[parisc-linux] depi?

Philippe Benard phi@hpfrcu03.france.hp.com
Wed, 17 Nov 1999 09:14:53 +0100


Philipp Rumpf wrote:
> 
> > This is just one of several recent messages dealing with the issues caused by
> > locating the kernel at virtual address 0xc0000000 instead of 0x00000000.  I



Hi All,
Sorry for beeing a little out of phase with you this is the magic of the
timezone :-)

On the other I can read all the trail before reply.


First of all I may have started the 'trouble' by saying low virtual addr (that
can be mapped to low physical addr generally know as equiv map) I didn't meant
necessary starting at 0x0, I think I even say start mapping at anything after
page 0, it seems obvious that catch NULL deref in kernel mode is essential.

Regarding factoring kernel text pages, it could be accomplished by either
block tlb or super page depending on arch capability.

There where a reference about 'HP way of thinking the OS' versus rest of the
world, I would like to mention here that based on the french proverb 'who
loves well flame well' I love hp-ux and I'm the first to blame a lot of its
weaknesse. When I writing here I put my 'HP view' on the side, yet I'm
thinking the architecture we want to write an OS on will influence the OS
design. Here we have a 1Gb segmented machine, with virtual cache, and TLB,
this is definitly different from a 68K linear 4Gb with MMU. I think mastering
hppa is tough, and a laverage what the hpux designer did well or even goofed
if any would save time.

There is a reference about recognising a user pointer and a kernel pointer,
that something I don't understand due to lack of knowledge of the underlying
design. 
This sounds like (hope I'm wrong) user pointer and kernel pointer are
recognisable by their hi-bits (i.e quad selector), this would mean that
0xCafeCafe is recognised as kernel addr while 0x000F0FF is recognised as a
user addr, this imply the 0xc....... is not part of the user virtual adresse
space, this imply a user process is not 4 Gb capable (well it never will on
PA1.1 since we indeed need a UAREA, IO space, gateway page) 
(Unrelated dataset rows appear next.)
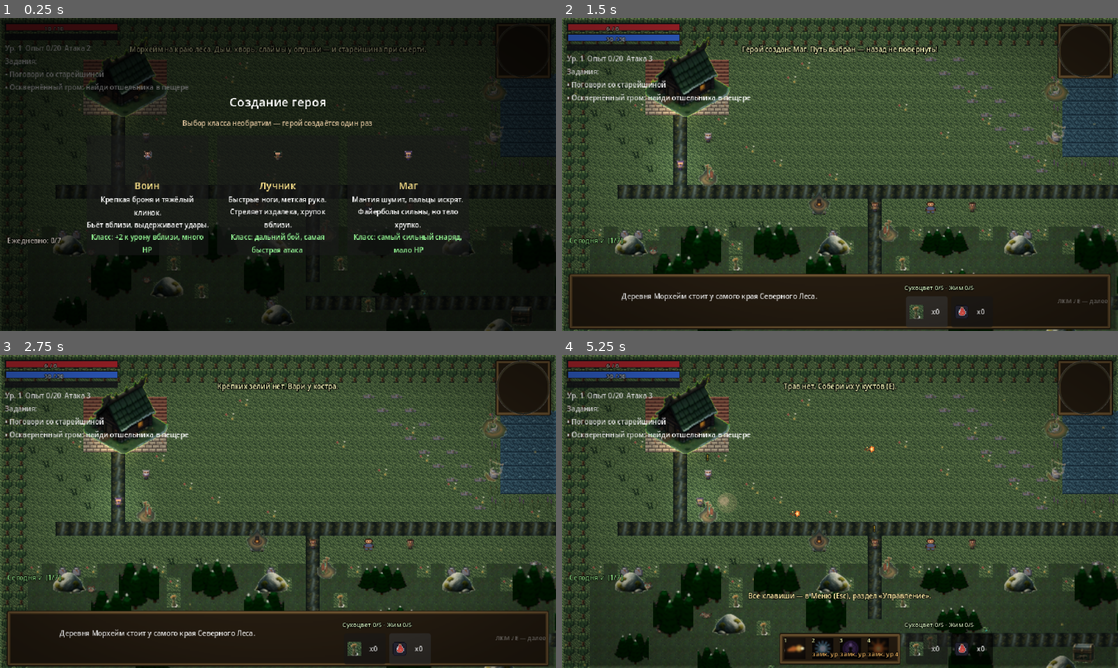
Above: before the commit, frames 1-4 (two rows, left to right).
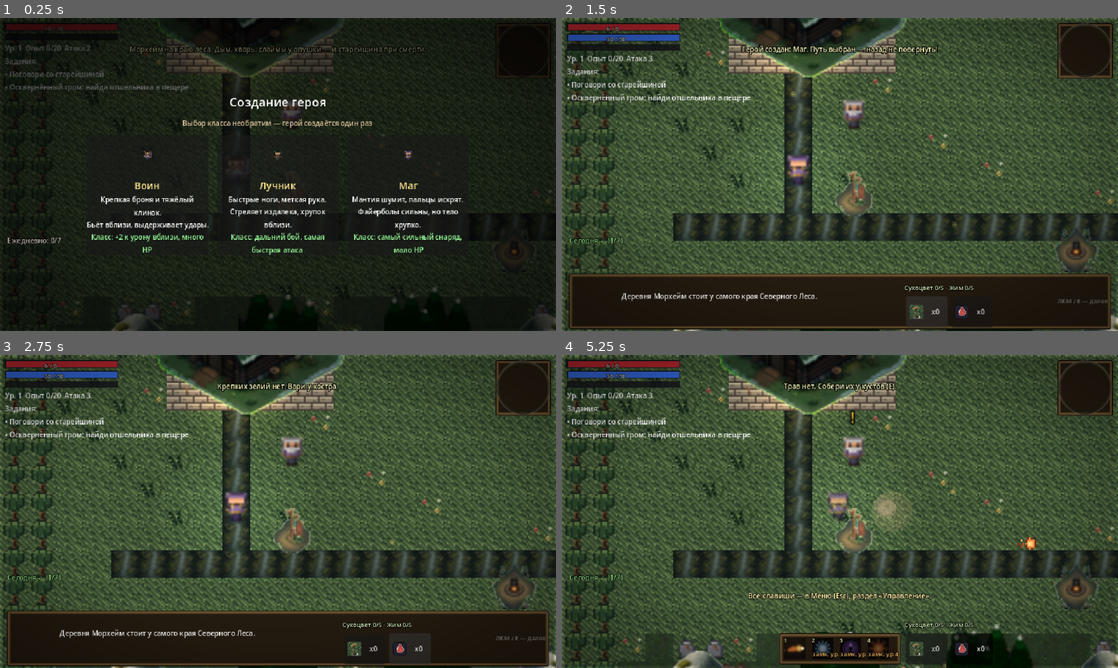
Above: after the commit, the same moments.

Repository: kgazha/shadows-of-the-northwood
Game: Godot game, scene res://scenes/main.tscn
The game is run twice, just before and just after one commit, with the same random seed, the same clock (stepped at 60 frames per second) and the same inputs.
Inputs (mouse positions are in pixels of both pictures, inside the frame that each line leads up to):
- Up to frame 1 (0.25 s): no input
- Up to frame 2 (1.5 s): tap Enter (ui_accept) at 0.5, 0.77 s; move the mouse to (962, 158) at 0.52 s; hold D (move_right) 0.53-1.25 s; hold Q (potion) 0.53-1.25 s; click (962, 158) at 0.67 s; click "x0" at 1.25 s
- Up to frame 3 (2.75 s): click "x0" at 2 s
- Up to frame 4 (5.25 s): tap Enter (ui_accept) at 2.75, 3.5 s; drag from (728, 527) to (873, 545) at 2.77 s; move the mouse to (895, 442) at 3.52 s; hold D (move_right) 3.53-4.25 s; hold E (interact) 3.53-4.25 s; click (895, 442) at 3.67 s; tap Q (potion) at 3.8 s; drag from (812, 574) to (973, 545) at 4.27 s; move the mouse to (1006, 558) at 5.02 s; hold A (move_left) from 5.03 s (still down); hold Space (roll) from 5.03 s (still down); click (1006, 558) at 5.17 s

The runs differ from the first frame. In frame 1, 5.6% of the frame differs, in the area x 0-100%, y 0-100%; in frame 2, 35%; in frame 3, 35%; in frame 4, 42%.

Commit message:
Крупный мир ч.1: камера zoom 2 во всех зонах, актёры x1.5 (foot-pin, ярусные пропорции сохранены), метки подняты, избы клампятся по bbox с y-сортировкой — дома больше не наезжают друг на друга

Diff:
--- a/pixel-rpg/scripts/brute.gd
+++ b/pixel-rpg/scripts/brute.gd
@@ -23,6 +23,11 @@
 ## материалов не даёт (материалы — за гринд мобов, не за босса).
 const MAT_DROP_CHANCE := 0.25
 const MAT_DROP_TABLE := ["suhotsvet", "zhim"]
+## Волна 5: визуальный масштаб ×1.5 поверх всего (ярусные пропорции TIERS.scale
+## сохранены — они домножаются). Коллайдеры (босс 18x16, моб 10x8), скорости,
+## рывок и дистанции — прежние. Контент-стоп листа 32px на +11 от центра кадра:
+## якорь = +11*(s_old−s_new) держит ноги на прежней линии, тень следует сама.
+const VISUAL_SCALE := 1.5
 ## Ярусы мобов: чем глубже, тем жирнее, злее и быстрее (xp — за убийство).
 const TIERS := {
 	1: {"hp": 6, "dmg": 1, "speed": 24.0, "xp": 6, "cd": 0.0, "scale": 0.72},
@@ -142,8 +147,13 @@
 		anim.sprite_frames = fr
 		add_child(anim)
 		anim.play("walk")
-		if not boss:
-			anim.scale = Vector2.ONE * float(TIERS[tier].scale)  # ярус 1 мельче, ярус 3 полный
+		# волна 5: весь лист домножается ×1.5 — ярусные пропорции TIERS.scale
+		# сохранены (ярус 1 мельче, ярус 3 полный, босс между ними). Якорь по
+		# контент-стопам 32px-кадра (+11): ноги остаются на прежней линии.
+		var s_old := 1.0 if boss else float(TIERS[tier].scale)
+		var s := s_old * VISUAL_SCALE
+		anim.scale = Vector2.ONE * s
+		anim.position = Vector2(0, 11.0 * (s_old - s))
 	else:
 		push_warning("Нет ассета: assets/brute.png — у босса цветная заглушка")
 		var ph := ColorRect.new()
@@ -248,11 +258,20 @@
 			sy = -1.0  # точное совпадение центров — отход вверх
 		move_and_collide(Vector2(0.0, sy * (oy + 0.05)))
 
+## Якорь появления цифр урона — над макушкой С учётом текущего визуального
+## масштаба (волна 5): аним-узел несёт scale/position, макушка листа 32px на
+## −10 от центра кадра. Работает и для Грома, и для отпрысков ярусов, и для
+## Ведьмы (mob_boss2 меняет scale выше) — берем фактические значения anim.
+func _head_spawn_y() -> float:
+	if anim == null or not is_instance_valid(anim):
+		return -14.0
+	return anim.position.y - 10.0 * anim.scale.x - 4.0
+
 func hurt(dmg_in: int, from: Vector2) -> void:
 	if dying:
 		return  # труп не получает урон: XP и quest_changed — ровно один раз (фикс T3)
 	GameState.entered_combat()  # контакт с врагом — реген паузится
-	DmgNumbers.spawn(global_position + Vector2(0, -12), dmg_in, "normal")
+	DmgNumbers.spawn(global_position + Vector2(0, _head_spawn_y()), dmg_in, "normal")
 	hp -= dmg_in
 	hurt_t = 0.3
 	# §D w3 «Костяная кора»: удар почти не сносит Грому с места (база — 50.0).
--- a/pixel-rpg/scripts/dmg_numbers.gd
+++ b/pixel-rpg/scripts/dmg_numbers.gd
@@ -126,5 +126,7 @@
 		return Vector2.INF
 	for p in tree.get_nodes_in_group("player"):
 		if is_instance_valid(p):
-			return (p as Node2D).global_position + Vector2(0, -12)
+			# −18: точка отсчёта — глобальная позиция героя; визуальная макушка
+			# поднята масштабом 1.5 (t9), числа всплывают над головой, а не на уровне груди
+			return (p as Node2D).global_position + Vector2(0, -18)
 	return Vector2.INF
--- a/pixel-rpg/scripts/mob_archer.gd
+++ b/pixel-rpg/scripts/mob_archer.gd
@@ -20,6 +20,9 @@
 const ARROW_LIFE := 1.6
 const SHOT_MIN := 28.0        # в упор не стреляет — только отходит
 const MAX_HP := 4
+## Волна 5: визуальный масштаб ×1.5 (коллайдер 9x7, дистанции кайта и урон —
+## прежние). Контент-стоп 16px-кадра на +7: якорь +7*(1−1.5) = −3.5.
+const VISUAL_SCALE := 1.5
 
 var world: Node2D
 var hp := MAX_HP
@@ -72,6 +75,8 @@
 					fr.add_frame(an, at, 0.0)
 		anim.sprite_frames = fr
 		add_child(anim)
+		anim.scale = Vector2.ONE * VISUAL_SCALE
+		anim.position = Vector2(0, -3.5)
 		anim.play("idle_down")
 	else:
 		push_warning("Нет ассета: assets/mobs_archer.png — у лучника цветная заглушка")
--- a/pixel-rpg/scripts/mob_boss2.gd
+++ b/pixel-rpg/scripts/mob_boss2.gd
@@ -37,7 +37,13 @@
 	home_tile = tile
 	super.setup(p_world, tile)
 	if anim != null:
-		anim.scale = Vector2.ONE * 1.12  # визуальная «главнее» отпрысков — без нового ассета
+		# визуальная «главнее» отпрысков — без нового ассета; волна 5: законные
+		# +12% домножаются сверху общим ×1.5, якорь по контент-стопу +11 —
+		# стопы Ведьмы остаются там, где стояли
+		var s_old := 1.12
+		var s := s_old * VISUAL_SCALE
+		anim.scale = Vector2.ONE * s
+		anim.position = Vector2(0, 11.0 * (s_old - s))
 
 func hurt(dmg_in: int, from: Vector2) -> void:
 	if dying:
--- a/pixel-rpg/scripts/mob_swarmling.gd
+++ b/pixel-rpg/scripts/mob_swarmling.gd
@@ -13,6 +13,9 @@
 const SPEED_WANDER := 14.0
 const FLEE_RADIUS := 128.0    # отбежал на это расстояние — стая растворилась в тумане
 const MAX_HP := 2
+## Волна 5: визуальный масштаб ×1.5 (коллайдер 8x6, дистанции и скорости —
+## прежние). Контент-стоп 16px-кадра на +6: якорь +6*(1−1.5) = −3.0.
+const VISUAL_SCALE := 1.5
 
 ## Реестры стай: swarm_id -> {total, alive, panicked, scatter}.
 ## static — переживает конкретный экземпляр; чистится сам, когда стая гибнет/исчезает.
@@ -74,6 +77,8 @@
 					fr.add_frame(an, at, 0.0)
 		anim.sprite_frames = fr
 		add_child(anim)
+		anim.scale = Vector2.ONE * VISUAL_SCALE
+		anim.position = Vector2(0, -3.0)
 		anim.play("idle_down")
 	else:
 		push_warning("Нет ассета: assets/mobs_swarmling.png — у мглокрыса цветная заглушка")
--- a/pixel-rpg/scripts/mob_wraith.gd
+++ b/pixel-rpg/scripts/mob_wraith.gd
@@ -25,6 +25,9 @@
 const ALPHA_PHASE := 0.3
 const MAX_HP := 8
 const ETH_MAX_TIME := 3.5     # кап «вечного эфира»: принудительное окно уязвимости
+## Волна 5: визуальный масштаб ×1.5 (коллайдер 10x8, фазы/скорости — прежние).
+## Контент-стоп 16px-кадра на +5: якорь +5*(1−1.5) = −2.5 (призрак «парит» там же).
+const VISUAL_SCALE := 1.5
 
 var world: Node2D
 var hp := MAX_HP
@@ -81,6 +84,8 @@
 					fr.add_frame(an, at, 0.0)
 		anim.sprite_frames = fr
 		add_child(anim)
+		anim.scale = Vector2.ONE * VISUAL_SCALE
+		anim.position = Vector2(0, -2.5)
 		anim.play("idle_down")
 	else:
 		push_warning("Нет ассета: assets/mobs_wraith.png — у тенеплёта цветная заглушка")
--- a/pixel-rpg/scripts/npc.gd
+++ b/pixel-rpg/scripts/npc.gd
@@ -6,9 +6,13 @@
 ## во время диалога/модалки (input_locked) прячемся; лёгкое синусоидальное
 ## покачивание — единственная пер-кадровая работа (косметика).
 
-const MARKER_BASE_Y := -25.0   # верхняя строка метки над макушкой (спрайт 16px)
+const MARKER_BASE_Y := -27.0   # верхняя строка метки над макушкой (волна 5: спрайт ×1.5, макушка ~-11.5)
 const MARKER_BOB_HZ := 3.4     # rad/s — спокойное «дышащее» покачивание
 const MARKER_BOB_AMP := 1.5    # px амплитуда
+## Волна 5: визуальный масштаб NPC (коллайдер 14x16 и зона взаимодействия —
+## прежние). Якорь по контент-стопам 16px-спрайтов: +5*(1−1.5) = −2.5.
+const VISUAL_SCALE := 1.5
+const SPR_HOME_Y := -2.5
 
 var world: Node2D
 var npc_id := ""
@@ -22,6 +26,9 @@
 	position = world.tile_to_world(tile)
 	var spr := Sprite2D.new()
 	spr.texture = load("res://assets/npc_%s.png" % id)
+	# волна 5: крупнее только визуально — Area2D-триггер разговора не изменился
+	spr.scale = Vector2.ONE * VISUAL_SCALE
+	spr.position = Vector2(0, SPR_HOME_Y)
 	add_child(spr)
 	var cs := CollisionShape2D.new()
 	var sh := RectangleShape2D.new()
--- a/pixel-rpg/scripts/player.gd
+++ b/pixel-rpg/scripts/player.gd
@@ -16,6 +16,13 @@
 const BOAR_STUN := 0.7         # оглушение цели, с
 const BOAR_STUN_BOSS := 0.35   # босс держит оглушение вдвое короче (канон brute)
 const EXEC_HEAL := 3           # «Казнь» добивила цель: +HP воину (кламп по max_hp)
+# --- волна 5: визуальный масштаб героя ---
+# Спрайт 16px: контент-стопы на +5 от центра кадра (замер assets/player.png и
+# class_*.png — бот-ряд 12..13). ×1.5 только визуально: коллайдер 10x8, скорости
+# и хитбоксы не тронуты. Якорь по стопам: ANIM_HOME = +5*(1−1.5) = −2.5 — ноги
+# на прежней линии, тень (atmosphere меряет низ кадров) следует за спрайтом сама.
+const VISUAL_SCALE := 1.5
+const ANIM_HOME := Vector2(0, -2.5)
 
 var anim: AnimatedSprite2D
 var facing := "down"
@@ -58,19 +65,24 @@
 	cs.shape = sh
 	add_child(cs)
 	anim = AnimatedSprite2D.new()
+	# волна 5: герой крупнее только визуально — тело, коллайдер 10x8 и всё
+	# движение не тронуты
+	anim.scale = Vector2.ONE * VISUAL_SCALE
+	anim.position = ANIM_HOME
 	add_child(anim)
 	apply_class()
 	anim.play("down")
-	# тик регенерации — видимая искра над героем
+	# тик регенерации — видимая искра над героем (волна 5: макушка ушла на ~-12,
+	# искры/цифры подняты вместе с головой)
 	GameState.regen_hp_tick.connect(func() -> void:
 		if is_instance_valid(self):
-			Fx.heal(global_position + Vector2(0, -12), world))
+			Fx.heal(global_position + Vector2(0, -18), world))
 	GameState.regen_mana_tick.connect(func() -> void:
 		if is_instance_valid(self):
-			_spark(global_position + Vector2(0, -12), Color(0.4, 0.65, 1.0, 0.9), 5.0))
+			_spark(global_position + Vector2(0, -18), Color(0.4, 0.65, 1.0, 0.9), 5.0))
 	GameState.leveled_up.connect(func(_l: int) -> void:
 		if is_instance_valid(self):
-			Fx.level_up(global_position + Vector2(0, -10), world))
+			Fx.level_up(global_position + Vector2(0, -16), world))
 
 func class_data() -> Dictionary:
 	return Classes.class_data(GameState.class_id)
@@ -314,10 +326,11 @@
 func _lunge_fx(dir: Vector2, dist: float) -> void:
 	if _atk_fx_t != null and _atk_fx_t.is_valid():
 		_atk_fx_t.kill()
-	anim.position = Vector2.ZERO
+	# волна 5: «домой» спрайт возвращается не в ноль, а в ANIM_HOME (якорь ног)
+	anim.position = ANIM_HOME
 	_atk_fx_t = create_tween()
-	_atk_fx_t.tween_property(anim, "position", dir * dist, 0.06)
-	_atk_fx_t.tween_property(anim, "position", Vector2.ZERO, 0.13)\
+	_atk_fx_t.tween_property(anim, "position", ANIM_HOME + dir * dist, 0.06)
+	_atk_fx_t.tween_property(anim, "position", ANIM_HOME, 0.13)\
 		.set_trans(Tween.TRANS_QUAD).set_ease(Tween.EASE_OUT)
 
 ## Дуга замаха: серповидный «всплеск» клинка, проворачивается по дуге и гаснет.
@@ -481,7 +494,7 @@
 				# EXEC_HEAL HP (heal клампит по max_hp). Промах/не-добивание — без хила.
 				if tgt.get("hp") != null and int(tgt.get("hp")) <= 0:
 					GameState.heal(EXEC_HEAL)
-					Fx.heal(global_position + Vector2(0, -10), world)
+					Fx.heal(global_position + Vector2(0, -16), world)
 					GameState.toast.emit("+%d HP" % EXEC_HEAL)
 			else:
 				melee_hit(1.5, Vector2.INF, 13.0, tgt)
@@ -517,7 +530,7 @@
 			GameState.toast.emit("Морозная нова!")
 		"siphon":
 			siphon_t = 5.0
-			Fx.heal(global_position + Vector2(0, -8), world)
+			Fx.heal(global_position + Vector2(0, -14), world)
 			GameState.toast.emit("Поглощение: попадания снарядов лечат")
 		"firestorm":
 			for k in 3:
@@ -541,7 +554,7 @@
 ## Кулдаун и мана НЕ тратятся — скилл просто не активировался (п.6).
 func _no_target_reject() -> void:
 	GameAudio.sfx("ui_deny")
-	_spark(global_position + Vector2(0, -10), Color(1.0, 0.55, 0.45, 0.9), 5.0)
+	_spark(global_position + Vector2(0, -16), Color(1.0, 0.55, 0.45, 0.9), 5.0)
 	GameState.toast.emit("Нет цели рядом")
 
 ## Цель «Рывка вепря»: ближайший враг в собственном радиусе (шире радиуса атаки).
@@ -662,7 +675,7 @@
 	GameState.entered_combat()  # реген «замолкает» на время боя
 	var _hp0 := GameState.hp  # число урона = реально снятые HP (после брони), не входящий урон
 	GameState.hurt(n)
-	DmgNumbers.spawn(global_position + Vector2(0, -12), maxi(0, _hp0 - GameState.hp), "normal")
+	DmgNumbers.spawn(global_position + Vector2(0, -18), maxi(0, _hp0 - GameState.hp), "normal")
 	Fx.hit(global_position + Vector2(0, -6), world)
 	if GameState.hp <= 0:
 		cancel_orders()
--- a/pixel-rpg/scripts/slime.gd
+++ b/pixel-rpg/scripts/slime.gd
@@ -13,6 +13,9 @@
 ## NG+ §1.3: базы до скейла по волне. Формулы — в game_state.gd (одна точка истины).
 const BASE_HP := 3
 const BASE_DMG := 1
+## Волна 5: визуальный масштаб ×1.5 (коллайдер 10x8, дистанции боя и скорости —
+## прежние). Контент-стопы 16px-кадра на +5: якорь +5*(1−1.5) = −2.5, ноги там же.
+const VISUAL_SCALE := 1.5
 
 var world: Node2D
 var hp := BASE_HP
@@ -57,6 +60,8 @@
 		at.region = Rect2(col * 16, 0, 16, 16)
 		fr.add_frame("walk", at, 0.0)
 	anim.sprite_frames = fr
+	anim.scale = Vector2.ONE * VISUAL_SCALE
+	anim.position = Vector2(0, -2.5)
 	add_child(anim)
 	anim.play("walk")
 
@@ -136,7 +141,7 @@
 	if dying:
 		return
 	GameState.entered_combat()  # контакт с врагом — реген паузится
-	DmgNumbers.spawn(global_position + Vector2(0, -12), dmg, "normal")
+	DmgNumbers.spawn(global_position + Vector2(0, -14), dmg, "normal")  # волна 5: выше макушки ×1.5
 	hp -= dmg
 	hurt_t = 0.3
 	velocity = (global_position - from).normalized() * 70.0
--- a/pixel-rpg/scripts/world.gd
+++ b/pixel-rpg/scripts/world.gd
@@ -346,6 +346,9 @@
 	var root := Node2D.new()
 	root.name = "GroveCanopy"
 	root.z_index = 5
+	# волна 5: тот же Y-порядок внутри слоя, что у VillageProps — южная крона
+	# перекрывает северную, а не наоборот
+	root.y_sort_enabled = true
 	village_zone.add_child(root)
 	for comp in _groves:
 		var x0: int = comp[0].x
@@ -444,14 +447,17 @@
 ## Спрайт-проп: по центру bbox клеток [x0..x1], низ — на нижней границе
 ## последних клеток (те же +2, что у tile_to_world/GroveCanopy), LINEAR.
 ## flip_h — хеш координат (позирует однообразных объектов), без randi.
-func _add_prop(tex: Texture2D, x0: int, x1: int, y0: int, y1: int, seed_c: Vector2i) -> Sprite2D:
+## k — визуальный масштаб под bbox кластера (паттерн GroveCanopy): низ
+## по-прежнему стоит на нижней границе, масштабом меняется только картинка.
+func _add_prop(tex: Texture2D, x0: int, x1: int, y0: int, y1: int, seed_c: Vector2i, k := 1.0) -> Sprite2D:
 	var spr := Sprite2D.new()
 	spr.texture = tex
 	spr.centered = true
 	spr.texture_filter = CanvasItem.TEXTURE_FILTER_LINEAR
 	spr.flip_h = posmod(seed_c.x * 3571 + seed_c.y * 7919, 2) == 0
+	spr.scale = Vector2(k, k)
 	spr.position = Vector2((x0 + x1 + 1) * 0.5 * TILE,
-		float((y1 + 1) * TILE) + 2.0 - float(tex.get_height()) * 0.5)
+		float((y1 + 1) * TILE) + 2.0 - float(tex.get_height()) * k * 0.5)
 	village_props.add_child(spr)
 	return spr
 
@@ -463,10 +469,16 @@
 	village_props = Node2D.new()
 	village_props.name = "VillageProps"
 	village_props.z_index = 5
+	# Волна 5: порядок рисования детей по Y — южный (ближний) дом честно перекрывает
+	# северный, «дом поверх дома» больше нет. Сортировка внутри слоя (z 5 общий).
+	village_props.y_sort_enabled = true
 	village_zone.add_child(village_props)
 	var missing: Array = []
 	# Избы: кластер «R»/«W»/«D» (крыша/стены/дверь ручной постройки) — один
-	# спрайт на кластер, низ по нижней границе стен, центр по bbox.
+	# спрайт на кластер, низ по нижней границе стен, центр по bbox. Спрайт
+	# клампится по размеру кластера (паттерн GroveCanopy: k = max(bw,bh)-cover
+	# с 12% нависанием, кламп как у крон) — маленький кластер не накрывает
+	# соседа гигантской избой, большой не торчит голыми тайлами из-под избы.
 	var cottage := _village_art(VILLAGE_ART_COTTAGE)
 	if cottage == null:
 		missing.append(VILLAGE_ART_COTTAGE)
@@ -481,7 +493,11 @@
 				x1 = maxi(x1, c.x)
 				y0 = mini(y0, c.y)
 				y1 = maxi(y1, c.y)
-			_add_prop(cottage, x0, x1, y0, y1, Vector2i(x0, y0))
+			var bw := float(x1 - x0 + 1) * TILE
+			var bh := float(y1 - y0 + 1) * TILE
+			var k := maxf(bw * 1.12 / float(cottage.get_width()), bh * 1.12 / float(cottage.get_height()))
+			k = clampf(k, 0.5, 1.45)
+			_add_prop(cottage, x0, x1, y0, y1, Vector2i(x0, y0), k)
 	# Колодцы: одиночные валуны «r» впритык к воде — там деревня и ставила
 	# сруб колодца у озера. Коллайдер валуна (11x10) уже жмёт центр клетки —
 	# «твёрдость» колодца физически та же, что была у камня.
@@ -625,6 +641,7 @@
 	_env4_cave_props = Node2D.new()
 	_env4_cave_props.name = "Env4CaveProps"
 	_env4_cave_props.z_index = 5
+	_env4_cave_props.y_sort_enabled = true  # волна 5: порядок по Y внутри слоя
 	cave_zone.add_child(_env4_cave_props)
 	if dungeon_zone != null:
 		var altar := _env4_tex("altar")
@@ -654,6 +671,7 @@
 	_env4_ashen_props = Node2D.new()
 	_env4_ashen_props.name = "Env4AshenProps"
 	_env4_ashen_props.z_index = 5
+	_env4_ashen_props.y_sort_enabled = true  # волна 5: порядок по Y внутри слоя
 	ashen_zone.add_child(_env4_ashen_props)
 	if ashen_grid != null:
 		var portal := _env4_tex("portal")
@@ -707,6 +725,10 @@
 	player.position = tile_to_world(spawn_tile)
 	add_child(player)
 	cam = Camera2D.new()
+	# Волна 5: мир рисуется вдвое крупнее во всех трёх зонах. Лимиты — мировые
+	# пиксели, Godot клампит вида-окно (640/2 × 360/2) внутрь лимитов зоны, а
+	# _set_cam_limits переставляет их на каждой смене зоны — герой всегда в кадре.
+	cam.zoom = Vector2(2, 2)
 	cam.limit_left = 0
 	cam.limit_top = 0
 	cam.limit_right = map_w * TILE
@@ -717,7 +739,9 @@
 	# текст world-space подсказок — не «картинка», держим пиксельную чёткость
 	# (наследовать LINEAR от героя ему не надо)
 	hint_label.texture_filter = CanvasItem.TEXTURE_FILTER_NEAREST
-	hint_label.position = Vector2(-45, -26)
+	# волна 5: герой визуально ×1.5 (макушка ~ -16 от центра) — подсказка не
+	# должна залезать на голову
+	hint_label.position = Vector2(-45, -28)
 	hint_label.size = Vector2(90, 10)
 	hint_label.horizontal_alignment = HORIZONTAL_ALIGNMENT_CENTER
 	hint_label.add_theme_color_override("font_color", Color(1, 1, 0.75))
@@ -1107,7 +1131,7 @@
 	Achv.on_herb_drunk()  # ачивка «Травник» (achv.gd §2 #11)
 	var _hp0 := GameState.hp  # heal-число = реально восстановленные HP
 	GameState.heal(3)
-	DmgNumbers.spawn(player.global_position + Vector2(0, -12), GameState.hp - _hp0, "heal")
+	DmgNumbers.spawn(player.global_position + Vector2(0, -18), GameState.hp - _hp0, "heal")
 	GameState.quest_changed.emit()  # автосейв + обновление HUD
 	GameState.toast.emit("Лесное зелье: +%d HP" % (GameState.hp - _hp0))  # факт долечено (QA F1)

This fear about user proces VAS (virtual adresse space) seem confirmed by
another reference to 'avoiding to use the space register at all) using space
register is the way to design multiple VAS, i.e one for user process for
instance, and one completly different for the kernel space, i.e how we use
those quadran in a given mode, I saw a reference about the user space layout
(text/data/shared data) but yet nothing abot the kernel, (kernel text/ data/
buffer cache/ other stuff)

I think the user virtual adress space must be design to allow a somewhat
linear view, allowing big chunck of vm, for instance a 2.5 Gb malloc (or
mmap). HP design is not good at that, while a new OS can learn what was wrong
with HP-UX and try to do better, on the other hand if the 0xcxxxxxxx is simply
removed from the user VAS, I think it is worst than HP-UX (process limited to
3 Gb by lack of last quad)

Now an hacker need. Dunno how it fit with current implementation of vmlinux,
but in case someday someone want to design a kernel tracer, that can be
install/desinstalled on the fly, a common hppa dependent implementation is to
divert the kernel code flow, i.e patch an instruction with a branch somewhere,
this could be assimilated to patching with a break instruction, as any debuger
the original instruct before patch would be saved for differed execution. For
break kind of implementation, this would mean debugger kind of ptrace, i.e get
the trap, restore instruction , single step, re-install the break, blah blah.
this is costly for tracing, another implementation is simply to stick a branch
to a tracer stub, and the tracer will one way or another execute the original
saved instruction, this limit patchable instruction to one that can be defered
(i.e non pc relative and non branch or delay slot kind) let simplify with
ld/st only.
Then you will discover the only possible instruction to use for branching is
the BLE within low virtual addr i.e using no base register 
BLE trace_stub(0,0) 
The tracer got the caller rp in r31 and then can identify the tracepoint and
manage it.
A single instruction patch is the easiest way to do it specillay on MP, no
spinlock needed to patch the trace point.
This is what ktracer is doing on hpux, this is what I'm doing in my own kernel
tracer, removing this possibilty somewhat reduce the supportability of the
target OS. I understand though that linux come with sources, then it is just a
matter to turn some compile flage to get any trace you want, but it happen
that on some site critical, being able to trace on a fly a kernel that was not
compiled for this on purpose is an ass saver (sometime) (well the tracer may
panic :-)

So the current 0xc0000000 may still allow this kind of tracer assuming we can
get kernel pages on the fly in those low virtual addr.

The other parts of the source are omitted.